Here’s how you write/read a compound dataset with zero HDF5 ceremony:

#include "struct.h"
#include <h5cpp/core>
#include "generated.h"
#include <h5cpp/io>

int main(){
    h5::fd_t fd = h5::create("test.h5", H5F_ACC_TRUNC);

    // Create dataset with shape (70, 3, 3)
    h5::create<sn::record_t>(fd, "/Module/g_data", h5::max_dims{70, 3, 3});

    // Read it back
    auto records = h5::read<std::vector<sn::record_t>>(fd, "/Module/g_data");
    for (auto rec : records)
        std::cerr << rec.temp << " ";
    std::cerr << std::endl;
}

🔍 What generated.h Looks Like

The generated descriptor maps your struct fields to HDF5 types:

template<> hid_t inline register_struct<sn::record_t>() {
    hid_t ct = H5Tcreate(H5T_COMPOUND, sizeof(sn::record_t));
    H5Tinsert(ct, "temp", HOFFSET(sn::record_t, temp), H5T_NATIVE_DOUBLE);
    H5Tinsert(ct, "density", HOFFSET(sn::record_t, density), H5T_NATIVE_DOUBLE);
    ...
    return ct;
}
Nested arrays (like B[3]) are flattened using H5Tarray_create, and all internal hid_t handles are cleaned up.
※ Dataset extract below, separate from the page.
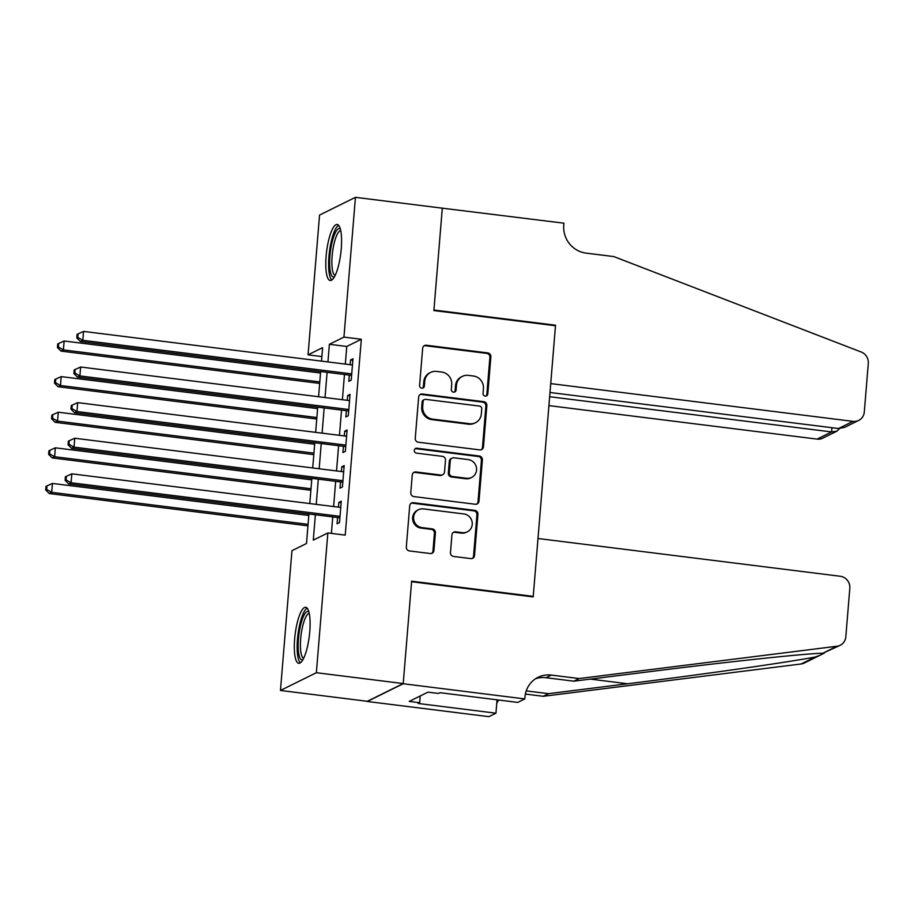 <?xml version="1.0" encoding="UTF-8"?>
<svg xmlns="http://www.w3.org/2000/svg" width="914" height="914" viewBox="0 0 914 914"><rect width="100%" height="100%" fill="white"/><g stroke="black" fill="none" stroke-linecap="round" stroke-linejoin="round"><path stroke-width="1.37" d="M485.22 396.116A2.491 2.376 63.7 0 0 487.802 393.968L490.864 356.826A3.553 3.393 63.7 0 0 487.733 352.907L426.347 345.241A3.553 3.393 63.7 0 0 422.656 348.303L419.595 385.445A2.491 2.376 63.7 0 0 423.091 387.97A2.491 2.376 63.7 0 0 424.37 386.039L424.77 381.229A11.368 10.842 63.7 0 1 436.606 371.415L441.713 372.055A11.368 10.842 63.7 0 1 451.71 384.6L451.31 389.41A2.491 2.376 63.7 0 0 454.806 391.935A2.491 2.376 63.7 0 0 456.086 390.004L456.486 385.194A11.368 10.842 63.7 0 1 468.322 375.38L473.429 376.008A11.368 10.842 63.7 0 1 483.426 388.564L483.038 393.363A2.491 2.376 63.7 0 0 485.22 396.116M486.008 396.07A2.491 2.376 63.7 0 0 486.831 394.448L489.893 357.305A3.553 3.393 63.7 0 0 486.762 353.387L425.376 345.721A3.553 3.393 63.7 0 0 424.027 345.835M422.576 388.153A2.491 2.376 63.7 0 0 423.399 386.519L423.799 381.709L424.77 381.229M454.292 392.117A2.491 2.376 63.7 0 0 455.115 390.484L455.515 385.674L456.486 385.194M294.651 639.035A28.231 7.141 97.1 0 1 305.71 607.284A28.231 7.141 97.1 0 1 309.777 631.551A28.231 7.141 97.1 0 1 298.718 663.301A28.231 7.141 97.1 0 1 294.651 639.035M326.115 256.228A28.231 7.141 97.1 0 1 337.186 224.478A28.231 7.141 97.1 0 1 341.253 248.757A28.231 7.141 97.1 0 1 330.183 280.507A28.231 7.141 97.1 0 1 326.115 256.228M450.476 552.524A3.553 3.393 63.7 0 0 453.607 556.455L470.824 558.603A3.553 3.393 63.7 0 0 474.526 555.529L477.919 514.285A3.553 3.393 63.7 0 0 474.789 510.366L413.402 502.7A3.553 3.393 63.7 0 0 409.712 505.773L406.319 547.018A3.553 3.393 63.7 0 0 409.438 550.936L430.243 553.53A3.553 3.393 63.7 0 0 433.944 550.468L435.395 532.816A3.553 3.393 63.7 0 0 432.265 528.886L421.948 527.607A9.506 9.071 63.7 0 1 418.509 509.738A9.506 9.071 63.7 0 1 423.49 508.904L463.901 513.954A9.506 9.071 63.7 0 1 467.34 531.822A9.506 9.071 63.7 0 1 462.37 532.656L455.629 531.811A3.553 3.393 63.7 0 0 451.927 534.884L450.476 552.524M321.877 356.563L308.052 354.838L319.546 215.076L355.443 197.333L442.296 208.175L433.887 310.554L555.484 325.738L533.239 596.374L411.631 581.178L403.223 683.558L316.358 672.715L280.461 690.458L291.954 550.685L306.51 543.499L308.932 513.954M355.443 197.333L343.95 337.095L329.394 344.292L327.943 361.933M315.387 514.765L313.296 540.14L327.852 532.942L345.218 535.113L361.327 339.265L343.95 337.095M327.852 532.942L316.358 672.715M479.759 449.894A3.553 3.393 63.7 0 0 483.46 446.832L486.854 405.588A3.553 3.393 63.7 0 0 483.723 401.669L422.337 394.003A3.553 3.393 63.7 0 0 418.646 397.064L415.253 438.309A3.553 3.393 63.7 0 0 418.372 442.227L479.759 449.894M482.386 459.936L478.993 501.18A3.553 3.393 63.7 0 1 475.291 504.254L413.905 496.588A3.553 3.393 63.7 0 1 410.786 492.657L412.237 475.006A3.553 3.393 63.7 0 1 415.939 471.944L440.834 475.052A3.553 3.393 63.7 0 0 444.524 471.978L445.495 460.268A3.553 3.393 63.7 0 0 442.365 456.349L416.453 453.116A2.491 2.376 63.7 0 1 415.55 448.443A2.491 2.376 63.7 0 1 416.853 448.226L479.256 456.017A3.553 3.393 63.7 0 1 482.386 459.936L481.415 460.416L478.022 501.66L478.993 501.18M349.297 375.094L348.794 381.332L351.216 380.133L352.975 358.768L350.542 359.967L350.153 364.709M346.372 410.706L345.858 416.944L348.291 415.744L350.039 394.38L347.617 395.579L347.229 400.321M343.447 446.318L342.933 452.544L345.355 451.345L347.114 429.98L344.692 431.18L344.304 435.932M340.522 481.929L340.008 488.156L342.43 486.956L344.19 465.592L341.767 466.791L341.368 471.533M361.327 339.265L346.772 346.463L345.321 364.103M344.464 374.489L342.396 399.715M341.539 410.1L339.46 435.327M338.614 445.712L336.535 470.927M335.678 481.324L333.61 506.539M332.753 516.936L331.405 533.388M337.586 517.53L337.083 523.768L339.505 522.568L341.265 501.203L338.831 502.403L338.443 507.144M532.371 596.808L533.239 596.374M403.223 683.558L367.325 701.301L280.461 690.458M321.5 361.133L322.608 347.64L308.052 354.838M309.789 503.568L311.857 478.342M312.714 467.957L314.793 442.742M315.638 432.345L317.718 407.13M318.575 396.745L320.643 371.518M327.098 372.329L325.018 397.544M324.162 407.93L322.094 433.156M321.237 443.541L319.169 468.768M318.312 479.153L316.233 504.368M346.772 346.463L329.394 344.292M350.542 359.967L352.85 360.253M347.617 395.579L349.925 395.865M344.692 431.18L346.989 431.465M341.767 466.791L344.064 467.077M338.831 502.403L341.139 502.689M462.358 376.374L461.387 376.854A11.368 10.842 63.7 0 0 455.515 385.674M430.643 372.409L429.671 372.889A11.368 10.842 63.7 0 0 423.799 381.709M481.118 449.791A3.553 3.393 63.7 0 0 482.489 447.312L485.882 406.067A3.553 3.393 63.7 0 0 482.763 402.149L421.377 394.471A3.553 3.393 63.7 0 0 420.017 394.585M481.758 408.832A2.491 2.376 63.7 0 0 479.576 406.09L425.696 399.361A2.491 2.376 63.7 0 0 423.102 401.509L422.691 406.57A11.368 10.842 63.7 0 0 432.676 419.126L469.51 423.719A11.368 10.842 63.7 0 0 481.347 413.905L481.758 408.832M424.393 399.578L423.422 400.058A2.491 2.376 63.7 0 0 422.131 401.989L423.102 401.509M475.463 422.725L474.503 423.205A11.368 10.842 63.7 0 1 468.539 424.199L431.705 419.606A11.368 10.842 63.7 0 1 421.72 407.05L422.131 401.989M476.651 504.14A3.553 3.393 63.7 0 0 478.022 501.66M442.696 474.743L441.725 475.223A3.553 3.393 63.7 0 1 439.863 475.531L414.967 472.424A3.553 3.393 63.7 0 0 413.608 472.538M481.415 460.416A3.553 3.393 63.7 0 0 478.285 456.497L415.881 448.705A2.491 2.376 63.7 0 0 415.093 448.74M466.666 478.273A9.506 9.071 63.7 0 0 476.411 467.431A9.506 9.071 63.7 0 0 468.197 459.582L453.961 457.8A3.553 3.393 63.7 0 0 450.259 460.873L449.3 472.584A3.553 3.393 63.7 0 0 452.419 476.502L466.666 478.273L465.694 478.753A9.506 9.071 63.7 0 0 470.676 477.931L471.647 477.451M452.099 458.108L451.128 458.588A3.553 3.393 63.7 0 0 449.288 461.353L450.259 460.873M465.694 478.753L451.459 476.982A3.553 3.393 63.7 0 1 448.328 473.052L449.288 461.353M467.34 531.822L466.369 532.302A9.506 9.071 63.7 0 1 461.399 533.125L454.658 532.291A3.553 3.393 63.7 0 0 453.298 532.405M418.509 509.738L417.538 510.218A9.506 9.071 63.7 0 0 420.977 528.086L421.948 527.607M431.602 553.427A3.553 3.393 63.7 0 0 432.973 550.948L434.424 533.296A3.553 3.393 63.7 0 0 431.294 529.366L420.977 528.086M472.184 558.488A3.553 3.393 63.7 0 0 473.555 556.009L476.948 514.765A3.553 3.393 63.7 0 0 473.818 510.846L412.431 503.18A3.553 3.393 63.7 0 0 411.083 503.294M320.517 373.026L64.14 341.002L63.409 349.902L60.975 351.102L319.66 383.412M58.382 347.023L58.679 343.47L57.708 343.95L57.411 347.503L58.382 347.023L63.409 349.902L319.786 381.926M58.679 343.47L64.14 341.002M60.975 351.102L57.411 347.503M351.73 373.895L82.808 340.305L83.54 331.405L352.461 364.994M351.604 375.391L80.386 341.505L82.808 340.305L77.781 337.437L78.078 333.873L77.107 334.353L76.81 337.917L77.781 337.437M76.81 337.917L80.386 341.505M83.54 331.405L78.078 333.873M334.353 276.942A24.427 6.181 97.1 0 1 329.805 267.665A24.427 6.181 97.1 0 1 332.605 240.279A24.427 6.181 97.1 0 1 340.339 228.957M340.739 230.602A22.622 5.724 -82.9 0 0 334.147 243.307A22.622 5.724 -82.9 0 0 332.033 266.785A22.622 5.724 -82.9 0 0 335.141 275.445M338.614 225.312A28.048 7.095 -82.9 0 0 328.823 269.858A28.048 7.095 -82.9 0 0 331.771 280.05M302.877 659.737A24.427 6.181 97.1 0 1 298.33 650.46A24.427 6.181 97.1 0 1 301.14 623.074A24.427 6.181 97.1 0 1 308.875 611.763M309.263 613.397A22.622 5.724 -82.9 0 0 302.671 626.113A22.622 5.724 -82.9 0 0 300.569 649.58A22.622 5.724 -82.9 0 0 303.665 658.24M307.138 608.107A28.048 7.095 -82.9 0 0 297.347 652.653A28.048 7.095 -82.9 0 0 300.306 662.856M548.926 405.61L817.105 439.108L831.614 431.934L831.957 427.718M549.657 396.722L831.614 431.934L836.847 431.214L822.794 438.16A10.854 10.362 -116.3 0 1 817.105 439.108M442.319 208.004L433.933 310.017L555.529 325.213L550.731 383.606L853.002 421.365A10.854 10.362 63.7 0 0 864.301 411.986L868.3 363.372A10.854 10.362 63.7 0 0 861.228 352.016L613.82 256.583L586.034 253.109A25.329 24.175 -116.3 0 1 563.755 225.152L563.915 223.187L442.022 208.141M555.529 325.213L554.661 325.635M550 392.494L838.492 428.529L853.002 421.365M858.692 420.417L844.639 427.364L838.492 428.529M839.543 428.597L836.847 431.214M537.992 538.506L840.263 576.266A10.854 10.362 63.7 0 1 849.814 588.25L845.816 636.852A10.854 10.362 63.7 0 1 837.041 646.232L579.133 678.554L551.336 675.08A25.329 24.175 63.7 0 0 538.06 677.297A25.329 24.175 63.7 0 0 524.967 696.971L524.807 698.924L403.2 683.741L411.586 581.715L533.193 596.911L537.992 538.506M840.206 645.284L822.84 653.259C808.993 653.167 728.744 661.667 652.904 671.264L573.821 681.181L546.024 677.708A25.329 24.175 63.7 0 0 535.49 678.782M573.821 681.181L579.133 678.554M543.236 696.297L548.549 693.669L627.621 683.763C702.957 674.418 791.593 661.759 815.334 656.96L819.972 655.281L804.309 663.027A10.854 10.362 -116.3 0 1 801.132 663.975L543.236 696.297L525.379 694.069M526.236 690.881L548.549 693.669M403.2 683.741L367.302 701.484L488.91 716.667L495.948 713.194L418.121 703.472L419.675 702.706L420.223 695.977M524.807 698.924L517.77 702.409L439.942 692.686L438.389 693.452L427.969 692.149L409.244 701.404L419.675 702.706M495.948 713.194L497.045 699.816M819.972 655.281L824.279 653.11M498.678 700.021A25.329 24.175 63.7 0 0 496.759 703.3M317.592 408.627L61.215 376.614L60.473 385.514L58.05 386.713L316.735 419.023M55.457 382.635L55.743 379.07L54.771 379.55L54.486 383.115L55.457 382.635L60.473 385.514L316.861 417.538M55.743 379.07L61.215 376.614M58.05 386.713L54.486 383.115M314.667 444.238L58.279 412.214L57.548 421.114L55.126 422.314L313.81 454.635M52.521 418.246L52.818 414.682L51.847 415.162L51.55 418.726L52.521 418.246L57.548 421.114L313.936 453.138M52.818 414.682L58.279 412.214M55.126 422.314L51.55 418.726M311.743 479.85L55.354 447.826L54.623 456.726L52.201 457.925L310.886 490.235M49.596 453.858L49.893 450.294L48.922 450.773L48.625 454.338L49.596 453.858L54.623 456.726L311 488.75M49.893 450.294L55.354 447.826M52.201 457.925L48.625 454.338M308.806 515.462L52.429 483.437L51.698 492.338L49.265 493.537L307.961 525.847M46.671 489.458L46.968 485.905L45.997 486.385L45.7 489.938L46.671 489.458L51.698 492.338L308.075 524.362M46.968 485.905L52.429 483.437M49.265 493.537L45.7 489.938M348.805 409.506L79.884 375.917L80.615 367.017L349.536 400.606M348.68 410.992L77.462 377.116L79.884 375.917L74.857 373.049L75.154 369.484L74.183 369.964L73.885 373.529L74.857 373.049M73.885 373.529L77.462 377.116M80.615 367.017L75.154 369.484M345.869 445.118L76.959 411.529L77.69 402.628L346.6 436.218M345.755 446.603L74.525 412.728L76.959 411.529L71.932 408.649L72.217 405.096L71.258 405.576L70.961 409.129L71.932 408.649M70.961 409.129L74.525 412.728M77.69 402.628L72.217 405.096M342.944 480.73L74.023 447.14L74.754 438.24L343.675 471.83M342.819 482.215L71.6 448.34L74.023 447.14L69.007 444.261L69.293 440.697L68.322 441.176L68.036 444.741L69.007 444.261M68.036 444.741L71.6 448.34M74.754 438.24L69.293 440.697M340.019 516.341L71.098 482.752L71.829 473.84L340.751 507.43M339.894 517.827L68.676 483.94L71.098 482.752L66.071 479.873L66.368 476.308L65.397 476.788L65.1 480.353L66.071 479.873M65.1 480.353L68.676 483.94M71.829 473.84L66.368 476.308M486.831 394.448L487.802 393.968M423.399 386.519L424.37 386.039M455.115 390.484L456.086 390.004M425.376 345.721L426.347 345.241M486.762 353.387L487.733 352.907M489.893 357.305L490.864 356.826M421.377 394.471L422.337 394.003M482.763 402.149L483.723 401.669M485.882 406.067L486.854 405.588M482.489 447.312L483.46 446.832M421.72 407.05L422.691 406.57M431.705 419.606L432.676 419.126M468.539 424.199L469.51 423.719M414.967 472.424L415.939 471.944M439.863 475.531L440.834 475.052M415.881 448.705L416.853 448.226M478.285 456.497L479.256 456.017M448.328 473.052L449.3 472.584M451.459 476.982L452.419 476.502M454.658 532.291L455.629 531.811M461.399 533.125L462.37 532.656M431.294 529.366L432.265 528.886M434.424 533.296L435.395 532.816M432.973 550.948L433.944 550.468M412.431 503.18L413.402 502.7M473.818 510.846L474.789 510.366M476.948 514.765L477.919 514.285M473.555 556.009L474.526 555.529M546.024 677.708L551.336 675.08M801.132 663.975L815.334 656.96M822.84 653.259L837.041 646.232M627.621 683.763L590.353 679.102"/></g></svg>

🧵 Thread-safe and Leak-free

Generated code avoids resource leaks by closing array types after insertion, keeping everything safe and clean:

H5Tclose(at_00); H5Tclose(at_01); H5Tclose(at_02);

🧠 Why This Matters

HDF5 is excellent for structured scientific data. But the C API is boilerplate-heavy and distracts from the real logic. H5CPP eliminates this:

  • Describe once, reuse everywhere
  • Autogenerate glue code
  • Zero-copy semantics, modern C++17 syntax
  • Support for nested arrays and multidimensional shapes

✅ Conclusion

If you're working with scientific data in C++, H5CPP gives you the power of HDF5 with the simplicity of a header file. Skip the boilerplate. Focus on science.